Also if you sell the 580ex, you should be able to pick up a knock off flash for around $80.

To drop the 5D2 for something else would be a hard thing to do. However, if it needs to be done, you can get older used rebels with kit lenses (like a t2i/t3i) for very cheap now days - and they can still take great pictures.


----------



## Standard (Dec 11, 2012)

> Your current 5DII + 40mm f/2.8 pancake makes a great package. That is a very sweet lens and only $149. Baby and family photos will look just as good with the little 40mm as with the big 24-70/2.8. The 40mm is great for landscape too (if you like the focal length). Also, Rebel T4i with kit lens for $599 can do a lot.



I agree. Best of luck.


----------



## Dylan777 (Dec 11, 2012)

sama said:


> For the family, for the baby, sell everything and shoot with your smart phone for the time being. Good time will come. By then, start all over again.
> My best wishes.



+100% agree with sama, if budget is real big issue. 

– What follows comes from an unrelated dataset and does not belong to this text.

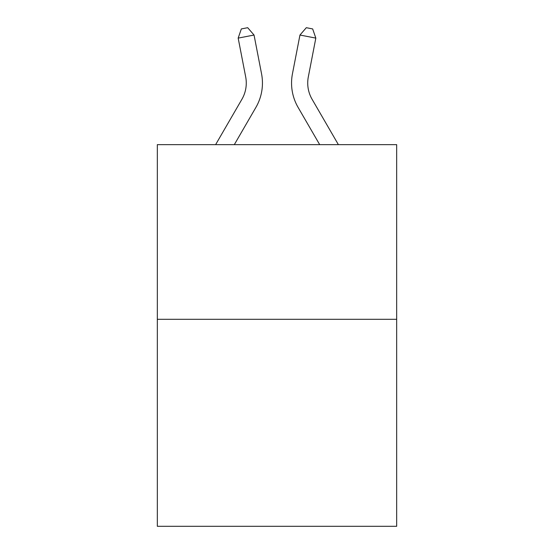 <?xml version="1.0" encoding="UTF-8"?>
<svg xmlns="http://www.w3.org/2000/svg" width="554" height="554" viewBox="0 0 554 554"><rect width="100%" height="100%" fill="white"/><g stroke="black" fill="none" stroke-linecap="round" stroke-linejoin="round"><path stroke-width="0.83" d="M396.671 319.298L396.671 144.642L157.329 144.642L157.329 526.3L396.671 526.3L396.671 319.298L157.329 319.298M215.617 144.642L241.911 99.277A32.347 32.347 0 0 0 245.685 76.909L238.172 38.108L254.044 35.034L261.557 73.834A48.517 48.517 0 0 1 255.906 107.386L234.314 144.642M338.383 144.642L312.089 99.277A32.347 32.347 0 0 1 308.315 76.909L315.828 38.108L299.956 35.034L292.443 73.834A48.517 48.517 -179.6 0 0 298.094 107.386L319.686 144.642M241.911 99.277A32.347 32.347 0 0 0 245.685 76.909A32.347 32.347 0 0 1 241.911 99.277A32.347 32.347 0 0 0 245.685 76.909A32.347 32.347 0 0 1 241.911 99.277A32.347 32.347 0 0 0 245.685 76.909A32.347 32.347 0 0 1 241.911 99.277A32.347 32.347 0 0 0 245.685 76.909A32.347 32.347 0 0 1 241.911 99.277A32.347 32.347 0 0 0 245.685 76.909M238.172 38.108L241.336 28.933L247.686 27.7L254.044 35.034M312.089 99.277A32.347 32.347 0.4 0 1 308.315 76.909M299.956 35.034L306.314 27.7L312.664 28.933L315.828 38.108"/></g></svg>

You still be able to capture that special moments with a $99 P&S. Take care that baby 1st. 

I used to golf 3-4 a week. We now have 2 kids, I can't remember the last time I went for golfing. That baby will bring more joys into your life more than anything else.

Otherwise, keep the 5D II + 50mm f1.8

Best,
Dylan


----------



## Fitzy50 (Dec 11, 2012)

I have to say if I were you I'd follow the advice and get the 24-105L, it's not that much and you should be able to cover the cost with the sale of your other gear. I bought the 24-105 when I still had my 7D, and it was "ok", but when I bought my 5D Mk III, it really came to life and the 24 end of the lens is good enough for landscapes and it's nice to have that small zoom just in case. If I need to travel and I am limited by what I can take the 24-105L is always one of my top all around lenses to take along.


----------



## Mark Russell (Dec 11, 2012)

I would sell everything and buy a P & S. Take care of whatever money problems you have going on and then get at least 5000 dollars together for an Emergency Only/Rainy Day Fund so this never happens again (selling gear).

Nothing like going to bed with everything caught up and loads of twenty's in the sock drawer.

Best of Luck!


----------



## christianronnel (Dec 11, 2012)

Is there another alternative since you've been shooting for several years now? I mean, would you be able to take a side job like assist on wedding shoots or events to justify you keeping the gear?

If that's not an option, I suggest a used T2i and 18-55 kit lens, similar price to a P&S but better IQ. Personally, if I could only have 1 lens, it would be the 24-70.


----------



## bycostello (Dec 11, 2012)

24-70


----------



## Rat (Dec 11, 2012)

I'd sell the 70-200 and the flash and see how far that gets you - 5D2 and 24-70 is still an awesome combo. Trading the 24-70 (I'm assuming mark I) for a 24-105 is probably only going to cost you. Then, if worst comes to worst, you can always sell off everything else and go the xxxD route, or even go P&S.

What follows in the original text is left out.